And on to the intangibles. I fully expected to learn more about my Lord and inwardly change, but I didn’t expect so many changes and lessons learned.
            The Lord had to strip me bare. Take away almost everything I held near and dear. My family and friends were on the other side of the world. We don’t have many modern conveniences. I was dependant on someone else for almost everything. Looking ‘fashionable’ went out the window. I had to drink instant coffee. Having privacy is taking a shower. The things I thought important were gone. Those first few months were a struggle. I fought against it. But you know, by taking away all those things, I can hear the Lord clearly. There wasn’t anything to get in the way of my relationship with my Lord. I started this year with a grinch-like heart. Slowly, He broke down all my defense walls, my jaded attitude. He taught me what true agape love is. Love isn’t romantic. Its tough, its hard, its self-sacrificing. I understand the verse “Love suffers long an is kind; love does not envy; love does not parade itself, is not puffed up; does not behave rudely, does not seek its own, is not provoked, thinks no evil; does not rejoice in iniquity, but rejoices in the truth; bears all things, believes all things, hopes all things, endures all things. Love never fails.” 1 Corinthians 13:4-8 More often times than not, love means sacrificing a personal want for someone else’s need. Love is taking the focus off of yourself and putting it on someone else; attending to their needs. I am nowhere near perfect in putting this verse into actions, but by God’s grace I am a bit closer. And just like the Grinch, He has expanded my heart with more love than I ever thought possible.
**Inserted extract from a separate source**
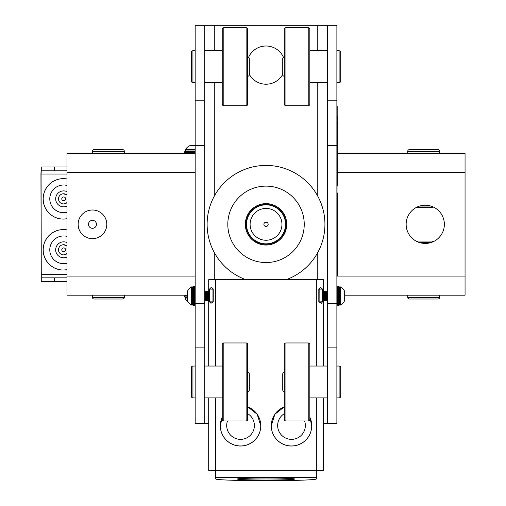 <?xml version="1.0" encoding="UTF-8"?>
<svg xmlns="http://www.w3.org/2000/svg" width="506" height="506" viewBox="0 0 506 506"><rect width="100%" height="100%" fill="white"/><g stroke="black" fill="none" stroke-linecap="round" stroke-linejoin="round"><path stroke-width="0.76" d="M248.547 57.38A19.108 19.108 0 0 1 283.499 57.38M327.325 381.973L327.325 25.3L336.882 25.3L336.882 423.37L327.325 423.37L327.325 381.973M327.325 25.3L204.721 25.3L204.721 423.37L195.171 423.37L195.171 25.3L204.721 25.3M282.746 74.357A19.108 19.108 0 0 1 249.306 74.357M327.325 423.37L323.347 423.37M208.706 423.37L204.721 423.37M327.325 50.777L309.811 50.777M327.325 82.623L309.811 82.623M284.334 57.146L284.334 93.768L284.334 57.146A1.594 1.594 0 0 0 282.746 58.74L282.746 74.66L282.746 58.74M285.928 105.71L308.224 105.71A1.594 1.594 0 0 0 309.811 104.116L309.811 29.278A1.594 1.594 0 0 0 308.224 27.691L285.928 27.691L285.928 105.71A1.594 1.594 0 0 1 284.334 104.116L284.334 29.278A1.594 1.594 0 0 1 285.928 27.691M204.721 82.623L222.235 82.623L222.235 39.632L222.235 50.777L204.721 50.777M204.721 397.893L222.235 397.893L222.235 354.902L222.235 366.047L204.721 366.047M327.325 366.047L309.811 366.047M327.325 397.893L309.811 397.893M223.829 105.71L246.125 105.71A1.594 1.594 0 0 0 247.712 104.116L247.712 29.278A1.594 1.594 0 0 0 246.125 27.691L223.829 27.691L223.829 105.71A1.594 1.594 0 0 1 222.235 104.116L222.235 29.278A1.594 1.594 0 0 1 223.829 27.691M223.829 420.979L246.125 420.979A1.594 1.594 0 0 0 247.712 419.385L247.712 344.554A1.594 1.594 0 0 0 246.125 342.96L223.829 342.96L223.829 420.979A1.594 1.594 0 0 1 222.235 419.385L222.235 344.554A1.594 1.594 0 0 1 223.829 342.96M282.746 389.93A1.594 1.594 0 0 0 284.334 391.524L284.334 372.416A1.594 1.594 0 0 0 282.746 374.01L282.746 389.93L282.746 374.01M285.928 420.979L308.224 420.979A1.594 1.594 0 0 0 309.811 419.385L309.811 344.554A1.594 1.594 0 0 0 308.224 342.96L285.928 342.96L285.928 420.979A1.594 1.594 0 0 1 284.334 419.385L284.334 344.554A1.594 1.594 0 0 1 285.928 342.96M339.109 82.623L339.109 50.777A1.594 1.594 0 0 1 340.702 52.371L340.702 81.03A1.594 1.594 0 0 1 339.109 82.623L336.882 82.623M284.334 76.254A1.594 1.594 0 0 1 282.746 74.66M339.109 50.777L336.882 50.777M336.882 397.893L339.109 397.893A1.594 1.594 0 0 0 340.702 396.299L340.702 367.641A1.594 1.594 0 0 0 339.109 366.047L336.882 366.047M195.171 366.047L192.938 366.047A1.594 1.594 0 0 0 191.35 367.641L191.35 396.299A1.594 1.594 0 0 0 192.938 397.893L195.171 397.893M247.712 391.524A1.594 1.594 0 0 0 249.306 389.93L249.306 374.01A1.594 1.594 0 0 0 247.712 372.416M195.171 50.777L192.938 50.777A1.594 1.594 0 0 0 191.35 52.371L191.35 81.03A1.594 1.594 0 0 0 192.938 82.623L195.171 82.623M247.712 76.254A1.594 1.594 0 0 0 249.306 74.66L249.306 58.74L249.306 74.66M247.712 57.146A1.594 1.594 0 0 1 249.306 58.74M78.139 224.335A14.332 14.332 0 0 0 92.465 238.668A14.332 14.332 0 0 0 106.798 224.335A14.332 14.332 0 0 0 92.465 210.003A14.332 14.332 0 0 0 78.139 224.335M425.255 243.443A19.108 19.108 0 0 0 444.363 224.335A19.108 19.108 0 0 0 425.255 205.227A19.108 19.108 0 0 0 406.147 224.335A19.108 19.108 0 0 0 425.255 243.443M344.681 295.194L465.058 295.194L465.058 153.476L439.581 153.476L439.581 151.25A1.594 1.594 0 0 0 437.994 149.656L409.329 149.656A1.594 1.594 0 0 0 407.735 151.25L407.735 153.476M92.465 151.25A1.594 1.594 0 0 1 94.059 149.656L122.718 149.656A1.594 1.594 0 0 1 124.312 151.25L92.465 151.25L92.465 153.476L66.988 153.476L66.988 295.194L187.365 295.194M465.058 153.476L337.521 153.476M195.171 152.679L184.658 152.679L185.455 153.476L195.171 153.476L66.988 153.476M430.714 206.024L419.797 206.024M419.797 242.646L430.714 242.646M432.978 206.859A1.594 1.594 0 0 1 431.624 207.618L416.002 207.618M124.312 151.25L124.312 153.476M92.465 297.42L124.312 297.42A1.594 1.594 0 0 1 122.718 299.014L94.059 299.014A1.594 1.594 0 0 1 92.465 297.42L92.465 295.194M124.312 297.42L124.312 295.194M407.735 297.42L439.581 297.42A1.594 1.594 0 0 1 437.994 299.014L409.329 299.014A1.594 1.594 0 0 1 407.735 297.42L407.735 295.194M431.624 241.052L416.002 241.052L431.624 241.052A1.594 1.594 0 0 1 432.978 241.811M439.581 297.42L439.581 295.194M266.023 204.43A19.905 19.905 0 0 0 246.125 224.335A19.905 19.905 0 0 0 266.023 244.24A19.905 19.905 0 0 0 285.928 224.335A19.905 19.905 0 0 0 266.023 204.43M286.953 279.407A58.917 58.917 0 0 0 266.023 165.418A58.917 58.917 0 0 0 245.1 279.407M266.023 226.467A2.132 2.132 0 0 0 268.161 224.335A2.132 2.132 0 0 0 266.023 222.204A2.132 2.132 0 0 0 263.892 224.335A2.132 2.132 0 0 0 266.023 226.467M266.023 240.255A15.92 15.92 0 0 0 281.95 224.335A15.92 15.92 0 0 0 266.023 208.409A15.92 15.92 0 0 0 250.103 224.335A15.92 15.92 0 0 0 266.023 240.255M266.023 204.829A19.506 19.506 0 0 0 246.517 224.335A19.506 19.506 0 0 0 266.023 243.841A19.506 19.506 0 0 0 285.529 224.335A19.506 19.506 0 0 0 266.023 204.829M266.023 262.551A38.216 38.216 0 0 0 304.239 224.335A38.216 38.216 0 0 0 266.023 186.119A38.216 38.216 0 0 0 227.808 224.335A38.216 38.216 0 0 0 266.023 262.551M266.023 203.633A20.702 20.702 0 0 0 245.328 224.335A20.702 20.702 0 0 0 266.023 245.037A20.702 20.702 0 0 0 286.725 224.335A20.702 20.702 0 0 0 266.023 203.633M237.365 479.03A28.659 0.999 180 0 0 266.023 480.036A28.659 0.999 180 0 0 294.688 479.03A28.659 0.999 180 0 0 266.023 478.031A28.659 0.999 180 0 0 237.365 479.03M319.526 470.7L316.339 470.498M323.347 470.7L323.347 397.893M323.347 366.047L323.347 279.654L316.339 279.407L215.708 279.407L215.708 366.047M212.526 470.707L215.708 470.498M208.706 470.7L208.706 397.893M215.708 279.407L208.706 279.654L208.706 366.047M322.531 289.084L320.614 287.44L318.818 288.97L318.818 301.702L321.291 303.322L322.531 301.816L322.531 289.084L319.153 289.147L319.046 288.287M319.122 302.379L319.153 289.147M322.531 301.816L319.153 301.88M323.347 470.612L316.339 470.365L316.339 478.942A50.315 1.758 180 0 1 266.023 480.7A50.315 1.758 180 0 1 215.708 478.942L215.708 470.365L208.706 470.612M212.963 288.357L212.956 302.468M209.516 289.084L209.516 301.816L210.989 303.315L213.235 301.702L213.235 288.97L211.173 287.452L209.516 289.084L212.893 289.147M209.516 301.816L212.893 301.88M220.325 425.805A20.221 20.208 -0 0 0 240.546 446.02A20.221 20.208 -0 0 0 260.773 425.805L260.773 425.755A20.221 20.208 -0 0 0 247.712 406.856L257.187 414.269L260.773 425.755A20.221 20.208 -0 0 1 240.546 445.963A20.221 20.208 -0 0 1 220.325 425.755L220.325 425.805M271.279 425.805A20.221 20.208 -0 0 0 291.5 446.02A20.221 20.208 -0 0 0 311.721 425.805L311.721 425.755A20.221 20.208 -0 0 0 309.811 417.178L311.721 425.755A20.221 20.208 -0 0 1 291.5 445.963A20.221 20.208 -0 0 1 271.279 425.755L271.279 425.805M54.446 170.832L41.271 170.832L41.271 167.012L54.446 167.012L54.446 170.832L66.988 170.832M41.271 170.832L41.075 174.02L66.988 174.02M41.271 167.012L40.942 174.02L41.271 281.659L41.075 174.02M54.446 167.012L66.988 167.012M41.271 277.838L54.446 277.838L54.446 281.659L41.271 281.659M66.988 277.838L54.446 277.838M66.988 281.659L54.446 281.659M63.351 270.033A20.221 20.208 -90 0 1 43.143 249.812A20.221 20.208 -90 0 1 63.351 229.591L63.408 229.591A20.221 20.208 -90 0 1 66.988 229.907L63.408 229.591A20.221 20.208 -90 0 0 43.2 249.812A20.221 20.208 -90 0 0 63.408 270.033L63.351 270.033M63.351 219.079A20.221 20.208 -90 0 1 43.143 198.858A20.221 20.208 -90 0 1 63.351 178.637L63.408 178.637A20.221 20.208 -90 0 1 66.988 178.96L63.408 178.637A20.221 20.208 -90 0 0 43.2 198.858A20.221 20.208 -90 0 0 63.408 219.079L63.351 219.079M92.465 228.314A3.978 3.978 0 0 0 96.45 224.335A3.978 3.978 0 0 0 92.465 220.357A3.978 3.978 0 0 0 88.487 224.335A3.978 3.978 0 0 0 92.465 228.314M92.465 210.003A14.332 14.332 0 0 0 78.139 224.335A14.332 14.332 0 0 0 92.465 238.668A14.332 14.332 0 0 0 106.798 224.335A14.332 14.332 0 0 0 92.465 210.003M208.542 292.101L207.915 291.209L207.915 300.766L208.542 299.868L208.706 291.873M207.915 291.209L207.58 291.209L207.58 300.766L207.915 300.766M206.954 292.101L206.328 291.209L206.328 300.766L206.954 299.868L206.954 292.101L207.58 291.209M206.328 291.209L205.986 291.209L205.986 300.766L206.328 300.766M205.36 292.101L204.734 291.209L204.734 300.766L205.36 299.868L205.36 292.101L205.986 291.209M187.365 295.985L187.365 300.526A10.67 10.67 0 0 0 191.413 305.061L192.622 305.061L192.622 286.908L191.413 286.908A10.67 10.67 0 0 0 187.365 291.45L187.365 295.985L184.658 295.985L184.658 296.94L185.455 297.737M191.413 305.061L191.413 286.908M323.505 299.868L324.131 300.766L324.131 291.209L323.505 292.101L323.347 300.096M324.131 291.209L324.472 291.209L324.472 300.766L325.099 299.868L326.066 300.766L326.066 291.209L325.725 291.209L325.725 300.766M325.725 291.209L325.099 292.101L325.099 299.868M326.693 299.868L327.325 300.766L327.325 291.209L326.693 292.101L326.693 299.868L326.066 300.766M344.681 291.45A10.67 10.67 0 0 0 340.639 286.908L339.431 286.908L339.431 305.061L340.639 305.061A10.67 10.67 0 0 0 344.681 300.526L344.681 292.057M340.639 286.908L340.639 305.061M187.365 297.737L185.297 297.737L185.297 298.951A10.67 10.67 0 0 0 188.27 302.088M187.365 298.951L185.297 298.951M189.832 145.677L190.446 145.677L189.832 145.677A10.67 10.67 0 0 0 185.297 149.719L185.297 150.933L195.171 150.933M185.297 149.719L195.171 149.719M190.446 145.677L195.171 145.677M337.198 192.982L337.521 192.982L337.521 275.789L337.198 275.789M336.882 278.471L337.198 106.507M337.198 166.708L337.521 166.708L337.521 160.642L337.198 160.642M337.521 163.659L337.198 163.659M337.521 160.642L337.521 156.379L337.198 156.379M337.521 156.677L337.198 156.677M337.521 158.302L337.198 158.302M337.521 159.985L337.198 159.985M337.521 160.275L337.198 160.275M337.521 156.379L337.521 151.971L337.198 151.971M337.521 155.867L337.198 155.867M337.521 152.736L337.198 152.736M337.521 152.635L337.198 152.635M337.521 151.971L337.198 151.458M337.521 151.458L337.198 151.237M337.521 151.237L337.521 147.562L337.198 147.562M337.521 147.638L337.198 147.638M337.521 149.365L337.198 149.365M337.521 147.562L337.198 146.164M337.521 146.164L337.198 145.829M337.521 145.829L337.198 144.773M337.521 144.773L337.521 141.389L337.198 141.389M337.521 141.389L337.521 139.036L337.198 139.036M337.521 141.977L337.198 141.977M337.521 142.053L337.198 142.053M337.521 142.565L337.198 142.565M337.521 139.036L337.198 138.815M337.198 185.74L337.521 185.74L337.198 186.107M337.521 185.74L337.521 182.729L337.198 182.729M337.521 182.799L337.198 182.799M337.521 184.329L337.198 184.329M337.198 181.388L337.521 181.388L337.198 181.92M337.521 181.388L337.521 175.234L337.198 175.234M337.521 175.759L337.198 175.759M337.521 176.885L337.198 176.885M337.521 178.523L337.198 178.523M337.521 178.599L337.198 178.599M337.521 180.262L337.198 180.262M337.521 175.234L337.198 174.203M337.521 174.203L337.198 173.691M337.521 173.691L337.198 172.66M337.521 172.66L337.521 167.733L337.198 167.733M337.521 168.289L337.198 168.289M337.521 170.199L337.198 170.199M337.521 172.11L337.198 172.11M337.521 144.071L337.198 144.071M337.521 138.815L337.521 135.545L337.198 135.545M337.521 135.621L337.198 135.621M337.521 136.778L337.198 136.778M337.521 135.545L337.198 134.368M337.521 134.368L337.198 133.856M337.521 133.856L337.521 127.392L337.198 127.392M337.521 130.112L337.198 130.112M337.521 130.036L337.198 130.036M337.521 132.825L337.198 132.825M337.198 126.835L337.521 126.835L337.521 123.572L337.198 123.572M337.521 123.572L337.521 120.997L337.198 120.997M337.521 126.652L337.198 126.652M337.521 120.997L337.198 120.63M337.198 116.222L337.521 116.222L337.521 119.454L337.198 119.454M337.521 167.979L337.521 166.449M337.521 133.084L337.198 133.084M185.455 153.476L189.434 153.476M195.171 304.884L194.374 305.681L194.374 286.276L193.418 286.276L193.418 305.681L194.374 305.681L193.418 305.681L192.622 304.884M327.325 347.862L336.882 347.862M214.278 279.413L214.278 252.494M214.278 196.176L214.278 82.623M214.278 50.777L214.278 25.3M317.774 25.3L317.774 50.777M317.774 82.623L317.774 196.176M317.774 252.494L317.774 279.413M204.721 100.808L195.171 100.808M204.721 145.418L195.171 145.418M204.721 303.252L195.171 303.252M204.721 347.862L195.171 347.862M327.325 303.252L336.882 303.252M327.325 145.418L336.882 145.418M327.325 100.808L336.882 100.808M308.224 105.71L308.224 27.691M246.125 105.71L246.125 27.691M246.125 420.979L246.125 342.96M308.224 420.979L308.224 342.96M339.109 397.893L339.109 366.047M192.938 366.047L192.938 397.893M192.938 50.777L192.938 82.623M66.988 276.086L195.171 276.086M337.198 276.086L465.058 276.086M465.058 172.584L337.521 172.584M195.171 172.584L66.988 172.584M439.581 151.25L407.735 151.25M215.708 397.893L215.708 470.365L316.339 470.365L316.339 397.893M316.339 366.047L316.339 279.407M215.708 477.613L316.339 477.613M227.466 420.979A13.852 13.845 -0 0 0 240.546 439.372A13.852 13.845 -0 0 0 247.712 413.68M222.235 417.178A20.221 20.208 -0 0 0 220.325 425.755L222.235 417.178M284.334 413.68A13.852 13.845 -0 0 0 291.5 439.372A13.852 13.845 -0 0 0 304.587 420.979M284.334 406.856A20.221 20.208 -0 0 0 271.279 425.755L274.859 414.269L284.334 406.849M66.988 274.65L41.075 274.65M63.705 251.722A1.91 1.91 -90 0 1 61.795 249.812A1.91 1.91 -90 0 1 63.705 247.902A1.91 1.91 -90 0 1 65.616 249.812A1.91 1.91 -90 0 1 63.705 251.722M63.598 254.904L66.988 253.614A5.098 5.092 -90 0 1 58.506 249.812A5.098 5.092 -90 0 1 66.988 246.011L63.598 244.714M63.705 200.768A1.91 1.91 -90 0 1 61.795 198.858A1.91 1.91 -90 0 1 63.705 196.948A1.91 1.91 -90 0 1 65.616 198.858A1.91 1.91 -90 0 1 63.705 200.768M63.598 203.956L66.988 202.659A5.098 5.092 -90 0 1 58.506 198.858A5.098 5.092 -90 0 1 66.988 195.057L63.598 193.76M66.988 269.711A20.221 20.208 -90 0 1 63.408 270.033L66.988 269.711M66.988 263.246A13.852 13.845 -90 0 1 49.784 249.812A13.852 13.845 -90 0 1 66.988 236.372M66.988 257.029A7.963 7.957 -90 0 1 55.673 249.812A7.963 7.957 -90 0 1 66.988 242.595M66.988 218.763A20.221 20.208 -90 0 1 63.408 219.079L66.988 218.763M66.988 212.299A13.852 13.845 -90 0 1 49.784 198.858A13.852 13.845 -90 0 1 66.988 185.417M66.988 206.075A7.963 7.957 -90 0 1 55.673 198.858A7.963 7.957 -90 0 1 66.988 191.641M336.882 262.551L337.198 262.551M336.882 122.427L337.198 122.427M337.521 275.081L337.198 275.081M337.521 273.329L337.198 273.329M337.521 193.69L337.198 193.69M337.521 195.436L337.198 195.436M337.521 142.926L337.198 142.926M337.521 138.075L337.198 138.075M195.171 151.724L184.658 151.724L184.658 152.679M338.634 305.7L337.679 305.7L337.679 286.276L338.634 286.276L338.634 305.7L339.431 304.903M187.365 296.94L184.658 296.94M206.954 299.868L207.58 300.766M205.36 299.868L205.986 300.766M325.099 292.101L324.472 291.209M326.693 292.101L326.066 291.209M324.131 300.766L324.472 300.766M184.658 151.724L185.455 150.933M193.418 286.276L192.622 287.073M194.374 286.276L195.171 287.073M338.634 286.276L339.431 287.073M337.679 286.276L336.882 287.073M337.679 305.7L336.882 304.903M184.658 295.985L185.455 295.194"/></g></svg>
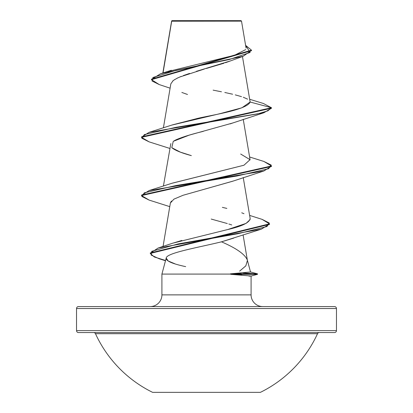 <?xml version="1.0" encoding="UTF-8"?>
<svg xmlns="http://www.w3.org/2000/svg" width="413" height="413" viewBox="0 0 413 413"><rect width="100%" height="100%" fill="white"/><g stroke="black" fill="none" stroke-linecap="round" stroke-linejoin="round"><path stroke-width="0.62" d="M319.29 332.568A1.951 1.951 0 0 0 317.52 333.704L95.48 333.704A122.165 122.165 0 0 0 152.598 392.35L260.402 392.35A122.165 122.165 0 0 0 317.52 333.704L95.48 333.704A1.951 1.951 0 0 0 93.71 332.568M334.515 306.575A1.951 1.951 0 0 1 336.466 308.521L336.466 330.617A1.951 1.951 0 0 1 334.515 332.568L78.485 332.568L334.515 332.568A1.951 1.951 0 0 0 336.466 330.617L76.534 330.617A1.951 1.951 0 0 0 78.485 332.568A1.951 1.951 0 0 1 76.534 330.617L336.466 330.617L336.466 308.521A1.951 1.951 0 0 0 334.515 306.575L78.485 306.575A1.951 1.951 0 0 0 76.534 308.521L336.466 308.521L76.534 308.521L76.534 330.617L76.534 308.521A1.951 1.951 0 0 1 78.485 306.575L334.515 306.575L78.485 306.575M171.973 20.65L171.658 20.965L171.973 20.65L241.027 20.65L241.512 21.135L241.027 20.65L171.973 20.65M163.027 72.951L171.694 21.202L241.512 21.135L171.658 20.965L163.445 70.437M241.383 273.06L230.428 273.84L257.505 273.84L250.515 271.966L257.505 273.84L230.428 273.84L250.521 271.991L247.273 259.865C244.801 254.176 236.205 248.167 221.476 241.832C198.111 247.552 166.516 252.921 166.212 258.048L161.917 274.082L230.753 274.082L161.917 274.082L161.917 294.877L251.083 294.877L251.083 276.023L230.753 274.325L241.775 275.043M262.782 306.575A11.698 11.698 0 0 1 251.083 294.877A11.698 11.698 0 0 0 262.782 306.575M239.633 271.129L245.802 265.895L247.408 260.489M230.898 60.752L225.493 62.714M223.975 63.22L206.397 68.455M204.228 69.069L179.588 77.071M177.951 77.809L174.069 79.957M173.14 80.633L170.837 83.829L163.403 127.875M232.958 122.904L230.124 123.91M203.335 131.329L201.43 131.819C190.661 134.468 182.236 137.111 176.15 139.754L173.93 140.921M170.843 143.564L163.403 186.098M191.178 155.567L180.393 152.144L171.787 147.684C175.019 150.332 181.539 152.975 191.353 155.618M232.947 181.131L183.073 195.277M171.431 201.038L170.399 202.891L163.047 246.453M233.701 238.115L221.476 241.832C236.205 248.167 244.801 254.176 247.273 259.865L247.408 260.484M172.35 243.324L181.834 240.428M250.144 219.597L246.05 223.397L227.749 229.54C242.343 226.2 249.798 222.483 250.113 218.384M171.88 183.295L243.949 165.231L172.324 183.145L149.139 190.548L237.031 175.99L268.651 168.716L271.181 165.076L263.861 161.437L249.597 156.986M171.849 125.082L220.48 113.549L241.941 107.783L250.118 102.021C247.082 110.359 205.757 115.981 195.762 118.882L172.329 124.917L149.134 132.325L257.707 113.89L267.944 110.818L271.48 107.741L263.417 103.482M167.869 71.547L234.553 55.254L245.75 49.586M171.674 21.068L177.714 21.078L171.674 21.068M234.899 21.12L241.512 21.135L234.899 21.12M170.104 88.181L159.196 84.557L152.077 81.02L152.975 77.484L175.835 70.416L243.18 56.276L230.681 60.835L196.381 71.341M189.552 73.437L183.362 75.569M181.188 76.405L176.857 78.341M174.849 79.456L172.649 81.046M181.859 92.46L187.512 94.484M243.18 56.276L251.481 50.417M171.638 20.986L171.524 21.734M151.478 79.652L151.478 79.167L251.496 50.179L251.496 50.665L151.478 79.652L159.217 84.562M249.679 99.28L263.437 103.493L271.48 107.741L271.48 108.227L271.48 107.741L250.118 102.021L271.48 107.741L141.52 136.858L141.52 137.343L271.48 108.227L263.861 112.764L175.969 127.318L144.349 134.597L141.819 138.236L149.134 141.871L169.764 148.412M251.496 50.179L245.601 45.342L250.139 52.43L229.318 59.518L160.652 73.695L151.494 79.41M247.609 99.141L243.293 97.246M241.491 96.642L235.271 94.882M232.607 94.221L224.822 92.486M221.456 91.789L213.123 90.142M251.083 276.023L249.044 276.147L251.083 276.023L251.083 294.877L161.917 294.877L161.917 274.082M174.993 263.84L168.168 260.97L166.212 258.048C165.794 260.913 172.283 263.778 185.68 266.638M150.218 306.575A11.698 11.698 0 0 0 161.917 294.877M166.212 258.048C166.516 252.921 198.111 247.552 221.476 241.832L261.377 229.148L178.091 243.933L151.736 251.326L151.106 255.028L159.088 258.724L165.489 260.742M236.943 226.949L236.659 226.825M231.734 224.946L228.838 224.016M227.289 223.531L211.224 219.066M170.378 203.005L173.935 199.138L183.083 195.272L232.607 181.255L263.866 170.987L175.969 185.54L144.349 192.819L141.819 196.459L149.139 200.099L169.764 206.639M171.787 147.684L173.248 141.339L189.273 135.118L232.607 123.033L263.861 112.764M271.46 166.212L263.866 170.987M269.493 224.114L261.377 229.148M263.84 161.426L271.48 165.969L141.52 195.081L141.52 195.566L271.48 166.454L271.48 165.969M262.095 219.365L269.513 223.872L150.28 252.947L150.28 253.432L269.513 224.357L269.513 223.872M242.808 272.941L255.533 273.84L242.808 272.941M165.556 260.489L154.281 256.963L150.28 253.432M149.16 200.104L141.52 195.566M149.16 141.881L141.52 137.343M240.676 154.028L250.035 159.681L243.949 165.231M222.364 207.362L226.856 208.41M241.744 212.798L243.995 213.717M227.749 229.54L172.768 243.174L158.148 248.027L237.996 233.701L266.948 226.536L269.204 222.953L262.116 219.37L249.628 215.41M150.301 253.19L158.148 248.027M141.54 195.323L149.139 190.548M141.54 137.101L149.134 132.325M257.505 273.84L257.505 274.325L230.753 274.325L257.505 274.325L251.016 276.065M317.52 333.704A122.165 122.165 0 0 1 260.402 392.35L152.598 392.35A122.165 122.165 0 0 1 95.48 333.704M171.607 21.053L162.841 73.013M242.467 56.519L250.092 101.717M243.236 119.3L250.087 159.914M243.236 177.523L250.18 218.678M243.092 234.894L247.356 260.169M246.065 48.099L241.512 21.135M171.385 70.262L160.652 73.695"/></g></svg>

            Repeatedly I have been humbled by Christ’s faithfulness and consistency. In the hard days when I struggled to put one foot in front of the other, He always gave me the scriptures I needed to get through the day and his peace and strength. It’s a miracle I’m not falling apart right now. He has never failed me. Never forgotten to make His love apparent. “When I consider Your heavens, the work of Your fingers. The moon and the stars, which you have ordained, what is man that You are mindful of him and the son of man that You visit him?” Psalms 8:3 Then Psalms 139, He is acquainted with all of my ways, there is not a place I can go where He cannot and He thinks countless things about me. This just humbles me. Who am I that He would want to take the time to make sure I am okay. To give me Himself, so that I can live. Always in awe of Christ’s immense love and faithfulness toward me.

            I don’t know what my future holds, but as cliché as this is, I know who holds it. And I completely trust Him. As I have been praying about what and where to go next, the following verses were given to me over and over again. While I’m unsure what exactly they mean for me, I am confident He  will let me know when needed.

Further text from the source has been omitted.